Using this approach, we can evaluate how to obtain immediate benefits for participants of the cohort and their families. Examples of tier 1 conditions for which genetic testing is recommended in healthy people at high risk (for example to due to family health history) include hereditary breast and ovarian cancer syndrome (BRCA mutations), ;, Lynch syndrome, associated with increased risk of colorectal cancer; and familial hypercholesterolemia, associated with increased risk of premature heart disease. An estimated 2 million people in the US have one of these conditions and most are not aware of their risk. Once identified, there are evidence-based interventions that can significantly reduce their risk. The challenge lies in how to identify these individuals in the population. This cohort of million or more people would be expected to include thousands of undiagnosed, unrecognized patients with these 3 disorders alone, who can be identified through genomic sequencing and clinical data. These individuals and their relatives can take advantages of interventions to reduce their risk—an immediate health impact from this study.
In addition to these 3 conditions, other potential targets are the genes recommended by the American College of Medical Genetics and Genomics to be included in reporting of results of clinical sequencing performed for other reasons (incidental findings) because of clinical actionability. Moreover, a growing number of pharmacogenomic traits with varying levels of evidence is available for dozens of currently used drugs. And not to mention the possibility of expansion of carrier testing for a wide variety of genetic disorders [PDF 1.31 MB] that could be used in making reproductive decisions. Thus, the proposed cohort provides an immediate opportunity to evaluate the use of genome information in disease prevention and health care services, and to conduct applied research involving communication and behavioral sciences, and outcome research, on patients, families, health care systems and communities.

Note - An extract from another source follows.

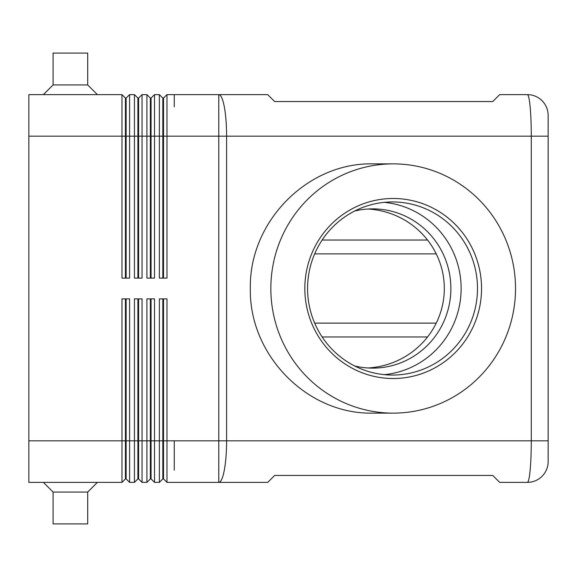 <?xml version="1.0" encoding="UTF-8"?>
<svg xmlns="http://www.w3.org/2000/svg" width="577" height="577" viewBox="0 0 577 577"><rect width="100%" height="100%" fill="white"/><g stroke="black" fill="none" stroke-linecap="round" stroke-linejoin="round"><path stroke-width="0.87" d="M354.646 365.969A79.626 78.162 90 0 0 372.713 368.126A79.626 78.162 90 0 0 450.875 288.5A79.626 78.162 90 0 0 372.713 208.874A79.626 78.162 90 0 0 354.646 211.031M384.347 374.646A86.55 84.963 90 0 0 461.131 288.5A86.55 84.963 90 0 0 384.347 202.354M368.039 209.018A81.119 79.626 0 0 1 444.304 288.5A81.119 79.626 0 0 1 368.039 367.982M477.489 288.5A86.55 84.963 90 0 0 392.526 201.95A86.55 84.963 90 0 0 307.57 288.5A86.55 84.963 90 0 0 392.526 375.05A86.55 84.963 90 0 0 477.489 288.5M304.829 288.5A90.012 88.36 -90 0 1 393.189 198.488A90.012 88.36 -90 0 1 481.55 288.5A90.012 88.36 -90 0 1 393.189 378.512A90.012 88.36 -90 0 1 304.829 288.5M515.528 288.5A124.632 122.346 -90 0 1 393.189 413.132A124.632 122.346 -90 0 1 270.844 288.5A124.632 122.346 -90 0 1 393.189 163.868A124.632 122.346 -90 0 1 515.528 288.5M393.189 413.132L372.749 413.132C307.317 414.531 248.968 355.122 250.339 288.5C248.968 221.878 307.317 162.469 372.749 163.868L393.189 163.868M427.55 240.032L322.139 240.032M322.139 336.968L427.55 336.968M162.829 278.114L162.829 98.09L159.367 94.628L159.367 278.114L166.984 278.114L166.984 94.628L174.254 94.628L174.254 106.795L174.254 94.628L218.777 94.628L218.777 136.172L226.595 136.172A41.544 7.811 -90 0 0 224.302 106.795A41.544 7.811 -90 0 0 218.777 94.628L267.728 94.628L274.652 101.552L492.758 101.552L499.682 94.628L527.378 94.628A20.772 20.772 0 0 1 542.063 100.715A20.772 20.772 0 0 0 527.378 94.628C528.453 94.816 529.369 98.869 530.14 106.795C530.883 114.982 531.266 124.776 531.287 136.172L531.287 440.828C531.266 452.224 530.883 462.018 530.14 470.205C529.369 478.131 528.453 482.184 527.378 482.372A20.772 20.772 0 0 0 542.063 476.285A20.772 20.772 0 0 1 527.378 482.372L499.682 482.372L492.758 475.448L274.652 475.448L267.728 482.372L218.777 482.372A41.544 7.811 -90 0 0 224.302 470.205A41.544 7.811 -90 0 0 226.595 440.828L226.595 136.172L548.15 136.172L548.15 115.4L548.15 461.6A20.772 20.772 0 0 1 542.063 476.285A20.772 20.772 0 0 0 548.15 461.6L548.15 440.828L218.777 440.828L218.777 482.372L166.984 482.372L166.984 298.886L159.367 298.886L159.367 482.372L162.829 478.91L159.367 482.372L154.521 482.372L154.521 298.886L146.904 298.886L146.904 482.372L150.366 478.91L146.904 482.372L142.057 482.372L142.057 298.886L134.441 298.886L134.441 482.372L137.903 478.91L134.441 482.372L129.594 482.372L129.594 298.886L121.978 298.886L121.978 482.372L125.44 478.91L121.978 482.372L28.85 482.372L28.85 136.172L121.978 136.172L121.978 278.114L129.594 278.114L129.594 94.628L126.132 98.09L126.132 278.114M166.984 94.628L163.522 98.09L163.522 278.114M150.366 278.114L150.366 98.09L146.904 94.628L146.904 278.114L154.521 278.114L154.521 136.172L218.777 136.172L218.777 440.828L174.254 440.828L174.254 470.205L174.254 440.828L163.522 440.828L163.522 298.886M163.522 478.91L163.522 440.828L162.829 440.828L162.829 478.91L163.522 478.91L166.984 482.372L163.522 478.91M137.903 278.114L137.903 98.09L134.441 94.628L134.441 278.114L142.057 278.114L142.057 94.628L138.595 98.09L138.595 278.114M125.44 278.114L125.44 98.09L121.978 94.628L28.85 94.628L28.85 136.172M126.132 98.09L125.44 98.09L121.978 94.628L121.978 136.172L151.059 136.172L151.059 278.114M142.057 94.628L146.904 94.628L150.366 98.09L151.059 98.09L151.059 136.172L154.521 136.172L154.521 94.628L151.059 98.09L154.521 94.628L159.367 94.628L162.829 98.09L163.522 98.09M542.063 100.715A20.772 20.772 0 0 1 548.15 115.4A20.772 20.772 0 0 0 542.063 100.715M150.366 298.886L150.366 478.91L151.059 478.91L151.059 298.886M151.059 478.91L154.521 482.372L151.059 478.91M162.829 298.886L162.829 440.828L138.595 440.828L138.595 298.886M138.595 478.91L138.595 440.828L137.903 440.828L137.903 478.91L138.595 478.91L142.057 482.372M129.594 482.372L126.132 478.91L126.132 298.886M137.903 298.886L137.903 440.828L125.44 440.828L125.44 478.91L126.132 478.91M125.44 298.886L125.44 440.828L28.85 440.828M43.39 482.372L53.084 492.066L53.084 523.916L87.704 523.916L87.704 492.066L97.398 482.372M87.704 492.066L53.084 492.066M129.594 94.628L134.441 94.628L137.903 98.09L138.595 98.09M87.704 84.934L53.084 84.934L53.084 53.084L87.704 53.084L87.704 84.934L97.398 94.628M43.39 94.628L53.084 84.934M436.241 323.12L314.66 323.12M314.66 253.88L436.241 253.88"/></g></svg>

In conclusion, a large precision medicine national cohort should allow us to learn in short order how best to implement evidence-based genomic and non-genomic applications in real world settings, and how to use technologies and enhanced connectivity to achieve early gains. A continued dialogue among the stakeholders will ensure balancing near term successes with the long term goal to “generate the knowledge base necessary to move precision medicine into virtually all areas of health and disease”.